O objetivo da proposta é facilitar a identificação do dinheiro por pessoas com algum tipo de deficiência visual. O texto altera a Lei 4.595/64, que regulamenta o Sistema Financeiro Nacional.

O CMN é o órgão máximo de regulação do sistema financeiro. Entre as suas funções está a definição das características das cédulas e moedas impressas.

O texto aprovado é o substitutivo da Comissão de Desenvolvimento Econômico, Indústria, Comércio e Serviços ao Projeto de Lei Complementar 41/15, do deputado Glauber Braga (Psol-RJ). A relatora na Comissão de Finanças, deputada Soraya Santos (PMDB-RJ), sugeriu a aprovação do substitutivo em seu parecer.

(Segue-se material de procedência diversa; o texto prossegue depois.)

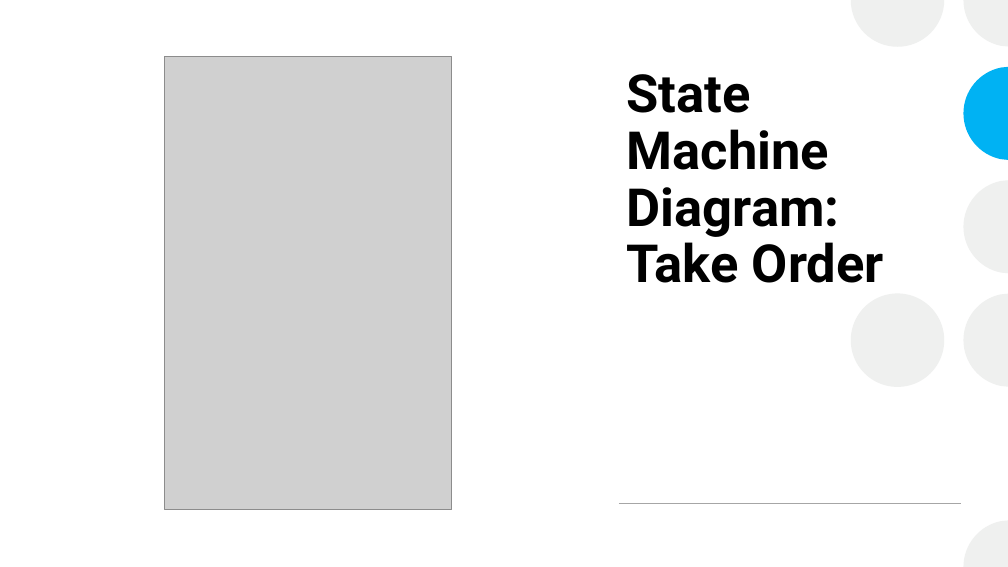
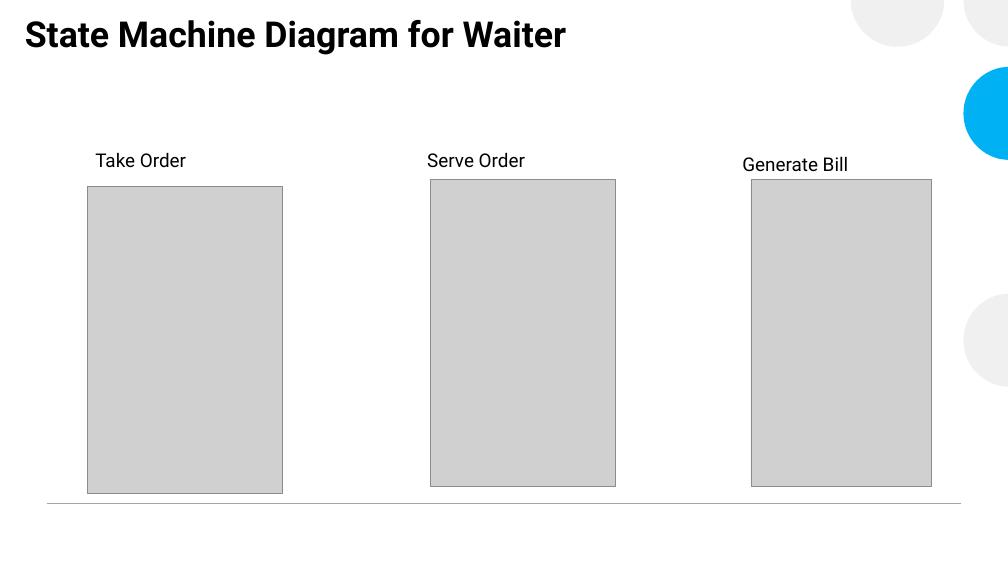
Before and after one commit to CheetoBuri/Restuarant-Information-System, a slide deck: slide 18 of Restaurant Information System.pptx (slide 20 before the commit). Drawn at 1008x567 pixels with LibreOffice and Linux fonts; fonts in the diff are those of the drawing; grey boxes stand for pictures. Boxes give left, top, right and bottom in pixels: in the first picture for what was removed or moved away, otherwise in the second. Text is boxed around its words. In the diff, an @@ line names an element or a change of style, - is before the commit and + after.

```diff
--- a/Restaurant Information System.pptx
+++ b/Restaurant Information System.pptx
@@ title at bbox=[25, 20, 566, 55]: text changed; size 50 to 34 pt @@
-State Machine Diagram: Take Order
+State Machine Diagram for Waiter
@@ text added at bbox=[95, 152, 186, 168], 18 pt, text #000000 @@
+Take Order
@@ text added at bbox=[427, 152, 525, 168], 18 pt, text #000000 @@
+Serve Order
@@ picture added at bbox=[431, 179, 616, 486] @@
@@ text added at bbox=[742, 156, 849, 172], 18 pt, text #000000 @@
+Generate Bill
@@ picture added at bbox=[751, 179, 932, 486] @@
@@ picture: place and size @@
-picture at bbox=[165, 57, 451, 510]
+picture at bbox=[88, 187, 282, 494]
@@ ellipse removed at bbox=[851, 293, 944, 387] @@
@@ line added from (47, 504) to (961, 504), #A6A6A6 1 pt @@
```
Also in this commit, not shown: 3 other slides changed, 4 slides added, 8 slides removed, 2 other files.

O novo texto propõe que o formato das bordas das cédulas possa ser um dos elementos de diferenciação. O projeto original prevê a distinção apenas pelo tamanho. No caso de moedas, o substitutivo mantém diâmetros e espessura como elementos de diferenciação.

Situação atual
Hoje, as células e moedas em circulação já têm elementos para auxiliar os deficientes visuais. Mas a intenção do projeto é tornar essa diferenciação definitiva por meio de sua instituição na lei.

Tramitação
A proposta será analisada ainda pela Comissão de Constituição e Justiça e de Cidadania e em seguida pelo Plenário.

Fonte: Camara.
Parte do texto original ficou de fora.